What to do:
Below are entries; repeat exactly, and nothing else, the lines from the one holding "Above: before the" through the one holding "Adjust gate gap and difficulty parameters", inclusive. Leave the pictures out.

** Opening Given data block **

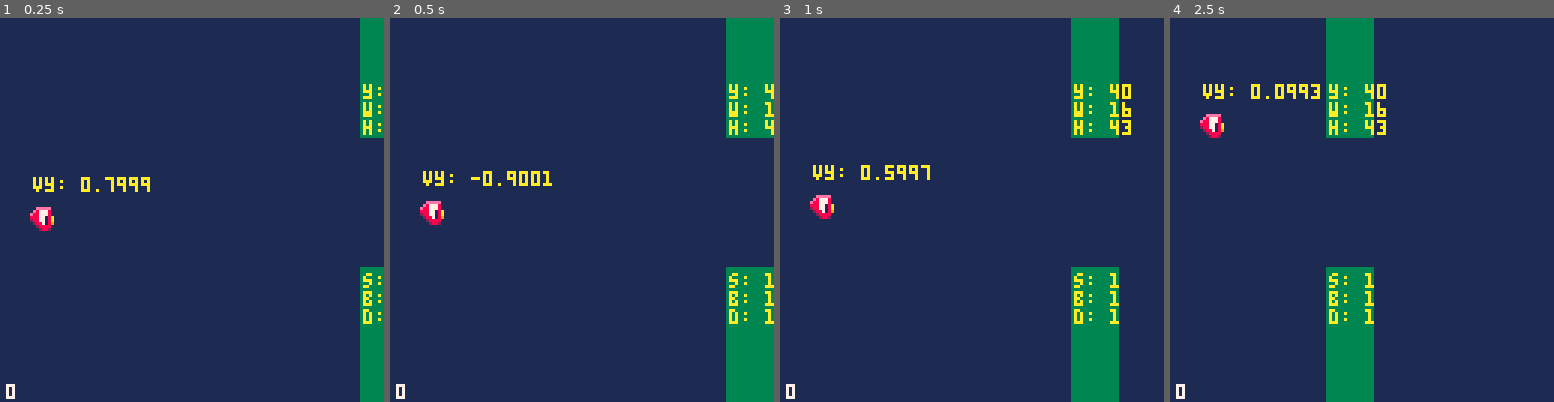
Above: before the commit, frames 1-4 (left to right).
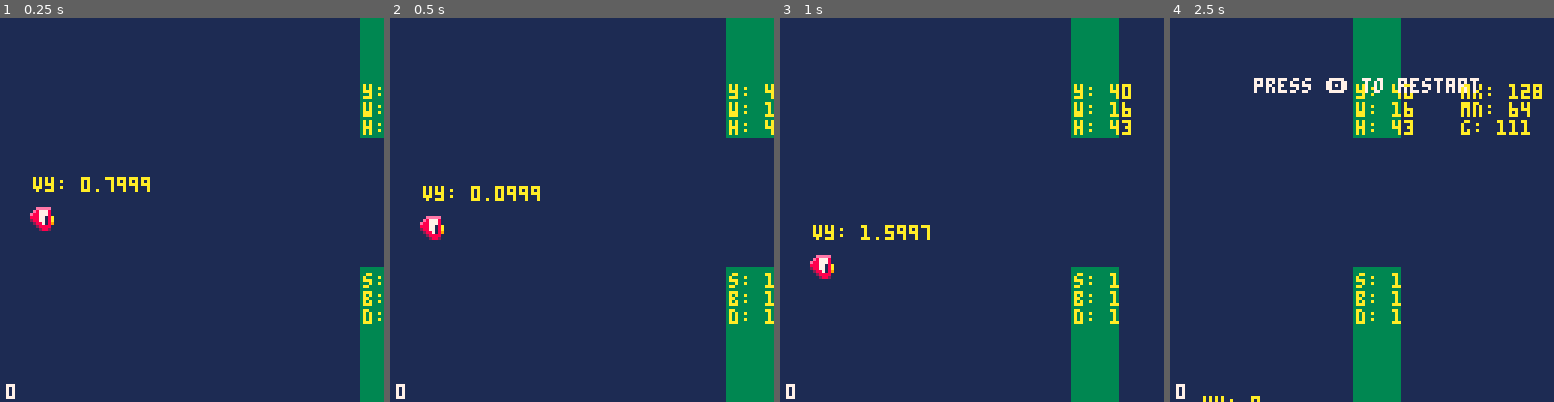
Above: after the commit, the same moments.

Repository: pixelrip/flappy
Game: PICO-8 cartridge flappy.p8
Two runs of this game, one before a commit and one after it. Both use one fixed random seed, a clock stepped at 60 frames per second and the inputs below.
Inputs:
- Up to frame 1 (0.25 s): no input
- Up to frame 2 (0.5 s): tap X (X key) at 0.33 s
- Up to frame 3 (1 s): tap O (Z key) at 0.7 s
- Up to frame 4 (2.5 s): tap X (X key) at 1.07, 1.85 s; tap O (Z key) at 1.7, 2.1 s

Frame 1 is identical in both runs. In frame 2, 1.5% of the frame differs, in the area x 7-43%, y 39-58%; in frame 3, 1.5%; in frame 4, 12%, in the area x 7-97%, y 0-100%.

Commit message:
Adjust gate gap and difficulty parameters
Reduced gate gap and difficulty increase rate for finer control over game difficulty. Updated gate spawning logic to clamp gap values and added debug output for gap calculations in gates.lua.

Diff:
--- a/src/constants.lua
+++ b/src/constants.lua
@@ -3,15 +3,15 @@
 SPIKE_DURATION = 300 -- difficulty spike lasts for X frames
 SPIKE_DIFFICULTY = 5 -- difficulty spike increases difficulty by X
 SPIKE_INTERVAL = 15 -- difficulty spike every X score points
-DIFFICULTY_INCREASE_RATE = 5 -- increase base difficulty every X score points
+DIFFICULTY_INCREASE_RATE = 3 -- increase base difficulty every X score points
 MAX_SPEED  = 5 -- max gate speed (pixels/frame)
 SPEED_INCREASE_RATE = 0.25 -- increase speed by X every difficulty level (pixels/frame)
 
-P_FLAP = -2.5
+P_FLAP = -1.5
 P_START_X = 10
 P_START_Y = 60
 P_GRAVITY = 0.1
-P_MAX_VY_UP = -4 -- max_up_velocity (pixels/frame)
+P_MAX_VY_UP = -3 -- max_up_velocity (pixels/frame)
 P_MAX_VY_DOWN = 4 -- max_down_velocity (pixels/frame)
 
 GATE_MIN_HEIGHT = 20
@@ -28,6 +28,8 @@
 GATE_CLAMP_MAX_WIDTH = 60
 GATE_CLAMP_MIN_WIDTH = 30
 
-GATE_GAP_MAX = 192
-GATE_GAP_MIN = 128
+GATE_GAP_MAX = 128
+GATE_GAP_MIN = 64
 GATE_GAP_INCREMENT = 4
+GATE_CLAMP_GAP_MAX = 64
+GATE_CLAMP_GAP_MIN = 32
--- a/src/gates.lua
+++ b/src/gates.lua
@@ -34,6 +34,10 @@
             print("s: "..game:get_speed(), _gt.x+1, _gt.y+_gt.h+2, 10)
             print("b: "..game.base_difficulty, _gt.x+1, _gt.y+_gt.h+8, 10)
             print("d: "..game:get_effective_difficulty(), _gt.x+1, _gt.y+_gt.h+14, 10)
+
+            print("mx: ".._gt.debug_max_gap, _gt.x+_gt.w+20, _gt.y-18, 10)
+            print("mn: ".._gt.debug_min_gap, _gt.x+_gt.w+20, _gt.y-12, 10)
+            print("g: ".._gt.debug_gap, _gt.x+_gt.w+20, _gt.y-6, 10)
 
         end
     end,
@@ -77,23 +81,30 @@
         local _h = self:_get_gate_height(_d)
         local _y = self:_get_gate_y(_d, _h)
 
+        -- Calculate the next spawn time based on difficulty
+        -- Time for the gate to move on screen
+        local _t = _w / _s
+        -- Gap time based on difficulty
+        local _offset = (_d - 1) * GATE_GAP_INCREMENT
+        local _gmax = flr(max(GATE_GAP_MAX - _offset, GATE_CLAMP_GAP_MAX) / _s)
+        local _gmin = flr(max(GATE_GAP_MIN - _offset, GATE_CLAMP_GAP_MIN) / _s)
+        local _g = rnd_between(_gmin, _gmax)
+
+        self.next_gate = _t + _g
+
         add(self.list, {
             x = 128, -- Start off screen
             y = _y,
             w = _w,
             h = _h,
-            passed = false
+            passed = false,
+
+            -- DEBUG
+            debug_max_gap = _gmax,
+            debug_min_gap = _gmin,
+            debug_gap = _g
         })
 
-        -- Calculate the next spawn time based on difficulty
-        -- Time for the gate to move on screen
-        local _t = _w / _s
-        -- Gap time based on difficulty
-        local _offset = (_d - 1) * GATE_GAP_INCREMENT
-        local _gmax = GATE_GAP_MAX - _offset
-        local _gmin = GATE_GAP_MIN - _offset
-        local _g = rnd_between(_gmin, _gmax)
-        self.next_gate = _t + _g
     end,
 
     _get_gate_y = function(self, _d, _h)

** Closing Given data block **
** Opening Given data block **

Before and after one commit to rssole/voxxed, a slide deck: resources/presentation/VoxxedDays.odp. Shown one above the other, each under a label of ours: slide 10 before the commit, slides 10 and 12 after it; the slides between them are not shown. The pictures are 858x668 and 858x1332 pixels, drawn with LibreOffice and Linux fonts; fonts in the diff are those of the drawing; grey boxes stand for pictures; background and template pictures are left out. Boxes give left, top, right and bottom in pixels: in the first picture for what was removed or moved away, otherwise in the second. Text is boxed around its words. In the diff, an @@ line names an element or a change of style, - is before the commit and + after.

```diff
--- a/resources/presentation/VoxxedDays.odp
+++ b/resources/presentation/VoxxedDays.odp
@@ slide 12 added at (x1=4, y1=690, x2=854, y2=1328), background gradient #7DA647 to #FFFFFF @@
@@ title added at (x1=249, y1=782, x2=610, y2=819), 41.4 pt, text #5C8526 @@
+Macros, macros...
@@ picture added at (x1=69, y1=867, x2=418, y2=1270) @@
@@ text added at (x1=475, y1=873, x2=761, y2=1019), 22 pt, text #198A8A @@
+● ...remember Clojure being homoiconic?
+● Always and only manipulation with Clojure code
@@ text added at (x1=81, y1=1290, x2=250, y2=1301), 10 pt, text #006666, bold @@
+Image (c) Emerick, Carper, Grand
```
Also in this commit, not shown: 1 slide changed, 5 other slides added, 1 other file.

** Closing Given data block **

Response to this exercise:
Above: before the commit, frames 1-4 (left to right).
Above: after the commit, the same moments.

Repository: pixelrip/flappy
Game: PICO-8 cartridge flappy.p8
Two runs of this game, one before a commit and one after it. Both use one fixed random seed, a clock stepped at 60 frames per second and the inputs below.
Inputs:
- Up to frame 1 (0.25 s): no input
- Up to frame 2 (0.5 s): tap X (X key) at 0.33 s
- Up to frame 3 (1 s): tap O (Z key) at 0.7 s
- Up to frame 4 (2.5 s): tap X (X key) at 1.07, 1.85 s; tap O (Z key) at 1.7, 2.1 s

Frame 1 is identical in both runs. In frame 2, 1.5% of the frame differs, in the area x 7-43%, y 39-58%; in frame 3, 1.5%; in frame 4, 12%, in the area x 7-97%, y 0-100%.

Commit message:
Adjust gate gap and difficulty parameters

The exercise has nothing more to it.